Wilson, the Mississippi district court nominee, is also in favor of voter identification laws. In a 2013 article for the Press-Register of Mobile, Ala., he complained about the recent mayor election in nearby Hattiesburg, Miss., which a Democrat had won. Wilson, a Republican, complained of “voter impersonation” and “disenfranchised felons voting,” a claim frequently repeated by conservative media outlets covering elections.
In his article, Wilson argued that federal oversight was not necessary, while more stringent voting regulations were. “They might spend less time chasing agendas that aren’t there,” he wrote of federal monitors, “and more time investigating the voter fraud and other irregularities.”
Writing in another op-ed, Wilson argued that “Voter ID is a part of ensuring cleaner elections.” Studies have found that to not be the case. Wilson blamed both politicians and the media: “The Rachel Maddows of the media world have joined the chorus of ‘voter suppression’ right on cue from Team Obama,” he wrote.
Brasher’s confirmation was not a surprise, and Wilson’s record of inflammatory writing may not make a difference.

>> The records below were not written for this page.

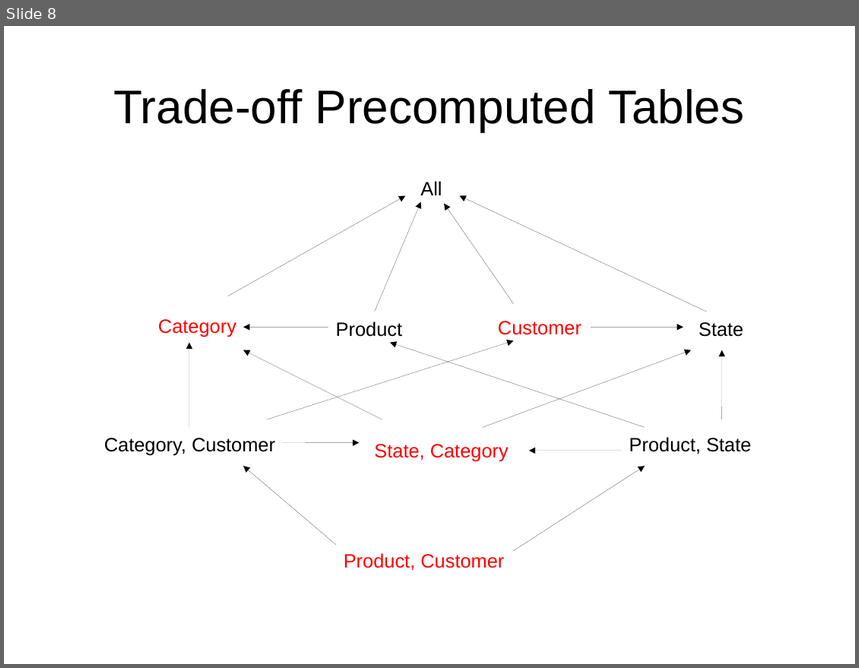
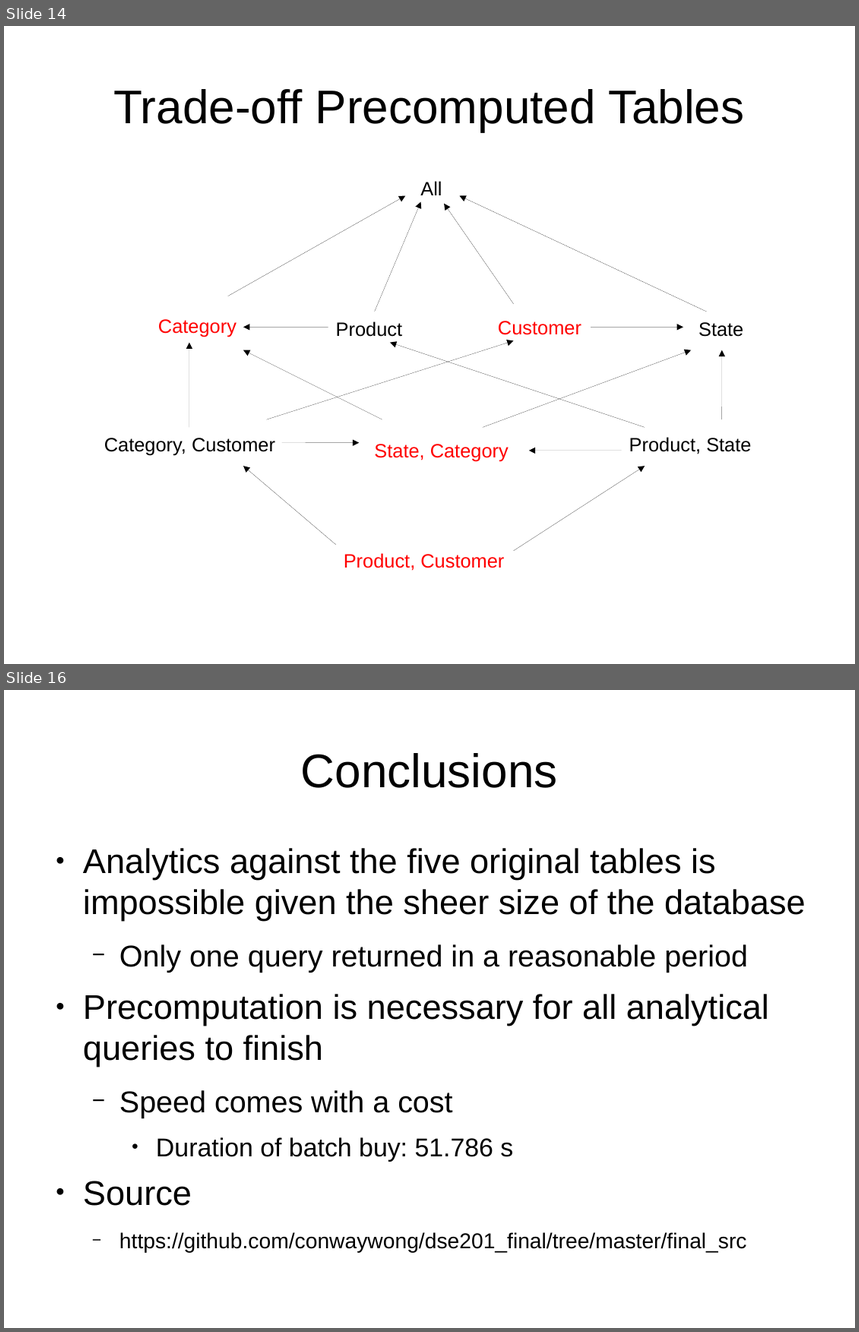
Before and after one commit to afcarl/dse201_final, a slide deck: dse201_final_report.odp. Shown one above the other, each under a label of ours: slide 8 before the commit, slides 14 and 16 after it; the slides between them are not shown. The pictures are 859x668 and 859x1332 pixels, drawn with LibreOffice and Linux fonts; fonts in the diff are those of the drawing. Boxes give left, top, right and bottom in pixels: in the first picture for what was removed or moved away, otherwise in the second. Text is boxed around its words. In the diff, an @@ line names an element or a change of style, - is before the commit and + after.

```diff
--- a/dse201_final_report.odp
+++ b/dse201_final_report.odp
@@ slide 16 added at bbox=[4, 690, 855, 1328], background #FFFFFF @@
@@ title added at bbox=[301, 753, 558, 788], 44 pt, text #000000 @@
+Conclusions
@@ text added at bbox=[83, 848, 806, 1253], 32 pt, text #000000 @@
+● Analytics against the five original tables is impossible given the sheer size of the database
+  − Only one query returned in a reasonable period
+● Precomputation is necessary for all analytical queries to finish
+  − Speed comes with a cost
+    ● Duration of batch buy: 51.786 s
+● Source
+  − https://github.com/conwaywong/dse201_final/tree/master/final_src
@@ what was slide 8 is now slide 14 @@
```
Also in this commit, not shown: 11 slides changed, 1 other slide added, 6 slides removed, 5 other files.

The current chairman of the Senate Judiciary Committee, Sen. Lindsey Graham of South Carolina, has previously supported extension of Voting Rights Act provisions. But he is now one of President Trump’s closest allies on Capitol Hill and has made confirming Trump’s judicial nominees a priority.

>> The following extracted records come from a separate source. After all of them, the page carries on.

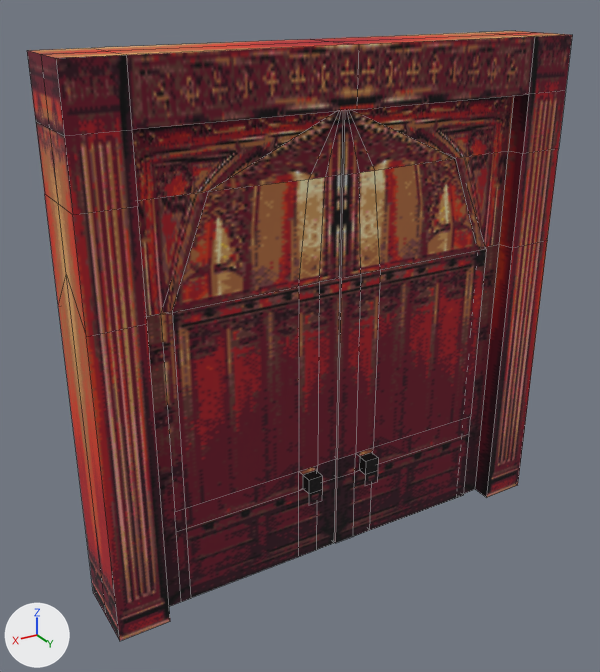
An edit to the FBX model Assets/Prefab/LEVEL/Objects/door.fbx, drawn before and after from the same camera.
The view is the same before and after, from a 50 mm camera at (3.25, 4.99, 4.41) aimed at (0.22, -0.07, 1.89). Lighting does not change. The marker at lower left points along +X, +Y and +Z. The picture after the commit comes second. Mesh edges are drawn as thin lines. Where no turn or scale is listed for an object, it has been applied to the vertices.

In view in the first picture: 'door_left', 'door_left.001', 'doorway'.
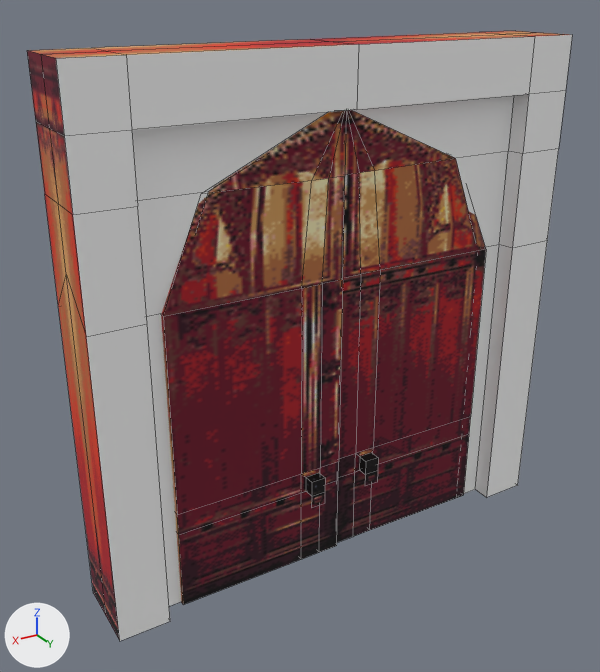
What changed in the scene script:
```text
Change me_cube_036:
    used by ob_door_left; location = (1.396, 0.102, 1.658)
    remove me_cube_036.from_pydata(...)  # 154 vertices, 110 faces; spans x -1.39..0.02, y -0.36..0.15, z -1.66..1.94
    add me_cube_036.from_pydata(...)  # 112 vertices, 82 faces; spans x -1.39..0.02, y -0.36..0.19, z -1.66..1.94
    me_cube_036 part 1
    63 vertices are removed from x -1.39..0.02, y -0.2..0.15, z -1.66..1.94
    62 faces are deleted
    26 vertices in x -1.39..0.02, y -0.12..0.06, z -1.66..1.94 move by (0.0, 0.04, 0.0)
    3 vertices in x -1.29..-0.31, y -0.04..0.0, z 1.49..1.94 move by (0.0, 0.08, 0.0)
    6 vertices are added at (-1.19, 0.1, -0.98), (-1.19, 0.19, -0.86), (-1.19, 0.19, -0.98), (-1.19, 0.19, -1.09), (-1.25, 0.08, 1.49), (-1.21, 0.08, -1.01)
    5 new vertices lie (0.0, 0.16, 0.0) away from vertices in x -1.36..0.02, y -0.12, z -1.66..1.94
    5 new vertices lie (-1.06, 0.0, 0.0) away from vertices in x 0.02, y -0.12..0.08, z -1.66..0.72
    5 new vertices lie (0.13, 0.0, 0.0) away from vertices in x -1.19, y 0.06..0.19, z -1.09..-0.86
    34 new faces join them
    me_cube_036 part 2: 15 kept faces spanning x -1.39..0.02, y -0.24..0.08, z -1.66..1.94 get new texture (UV) coordinates
Change me_cube_040:
    where me_cube_040.from_pydata(...)  # 94 vertices, 88 faces; spans x -1.97..1.97, y -0.3..0.3, z 0.0..4.02
    used by ob_doorway; location = (0.0, 0.0, 0.0)
    me_cube_040 part 3: texture (UV) coordinates of 70 of 88 faces, centred in x -1.97..1.77, y -0.3..0.3, z 0.0..4.02, changed; they spanned u 0.1..0.86, v -0.02..0.99 and now span u 0.0..1.0, v 0.0..0.99
```

Pixel boxes [x1, y1, x2, y2] of what changed, in the pictures (600 x 672 px):
'door_left', reshaped (8% wider)
    before: [172, 111, 343, 598]
    after: [161, 111, 346, 605]
part 1 of me_cube_036, built on
    before: [172, 111, 343, 598]
    after: [161, 111, 346, 605]
part 2 of me_cube_036, surface changed
    both: [320, 280, 340, 464]
part 3 of me_cube_040, surface changed (red to grey)
    both: [56, 31, 572, 641]
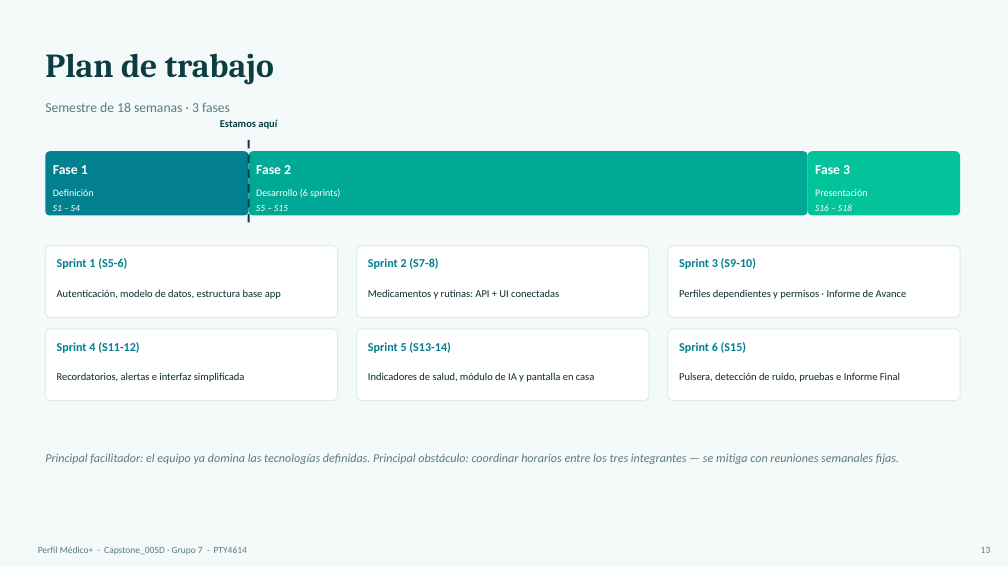
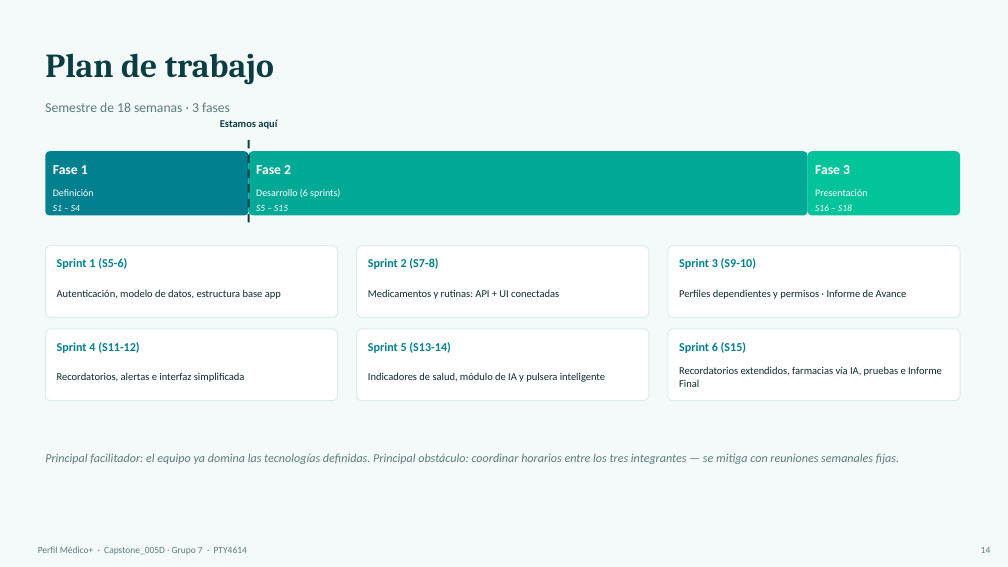
Before and after one commit to Bvnjvmin/Perfil-Medico-, a slide deck: slide 14 of Fase 1/Evidencias Grupales/PerfilMedico_ExposicionFase1.pptx (slide 13 before the commit). Drawn at 1008x567 pixels with LibreOffice and Linux fonts; fonts in the diff are those of the drawing. Boxes give left, top, right and bottom in pixels: in the first picture for what was removed or moved away, otherwise in the second. Text is boxed around its words. In the diff, an @@ line names an element or a change of style, - is before the commit and + after.

Commit message:
diferenciador a pulsera inteligente

```diff
--- a/Fase 1/Evidencias Grupales/PerfilMedico_ExposicionFase1.pptx
+++ b/Fase 1/Evidencias Grupales/PerfilMedico_ExposicionFase1.pptx
@@ text at (368,372,605,382): text changed @@
-Indicadores de salud, módulo de IA y pantalla en casa
+Indicadores de salud, módulo de IA y pulsera inteligente
@@ text at (679,366,942,387): text changed @@
-Pulsera, detección de ruido, pruebas e Informe Final
+Recordatorios extendidos, farmacias vía IA, pruebas e Informe Final
```
Also in this commit, not shown: 5 other slides changed, 3 slides added, 1 slide removed, 2 other files.

The full Senate has sometimes proved more problematic for Trump nominees. Sen. Tim Scott of South Carolina, the only African-American member of the Republican conference, has more or less single-handedly stopped the confirmations of two Trump nominees: Thomas Farr of North Carolina, who had been accused of voter-suppression efforts, and Ryan Bounds, who had published inflammatory articles on race.
But as the vote on Brasher neared, it became clear that Scott was not going to stand in the way. Scott’s spokesman, Sean Smith, noted in response to a Yahoo News query that Scott had voted in favor of Brasher’s confirmation to the district court last year. “I have not heard anything to indicate his position has changed,” Smith said.
Judicial nominees could potentially encounter resistance from moderate Republicans Susan Collins of Maine and Lisa Murkowski of Alaska for reasons unrelated to voting rights. Collins and Murkowski have both expressed disfavor for judges who want to strike down Roe v. Wade, the 1973 Supreme Court decision that legalized abortion.
Wilson has called Roe “the result of a liberal activist court” and, as a state legislator, has endorsed a number of measures that would make it more difficult for a woman to terminate a pregnancy. As the solicitor general of Alabama, Brasher routinely defended similar measures.
Neither the office of Collins nor Murkowski responded to a request for comment ahead of the Brasher vote. Both senators voted to install him on the 11th Circuit.
Trump has appointed several judges with records on voting rights similar to those of Brasher and Wilson. Some of those judges have begun to agitate for the kind of lessened federal oversight conservatives have long yearned for.
Earlier this month, as the impeachment trial was coming to an end, a Trump-appointed judge said, in a dissenting opinion, that the Voting Rights Act infringed on states’ rights. That judge, Lisa Branch, sits on the 11th Circuit. She will soon have an ideological ally in Brasher.
In another dissent on voting rights, Fifth Circuit Trump judge Don Willett argued that states had the right to oversee their own elections, something conservatives want and progressives fear. Willett opened his dissent by invoking Abraham Lincoln, author of the Emancipation Proclamation, which freed African-Americans from slavery.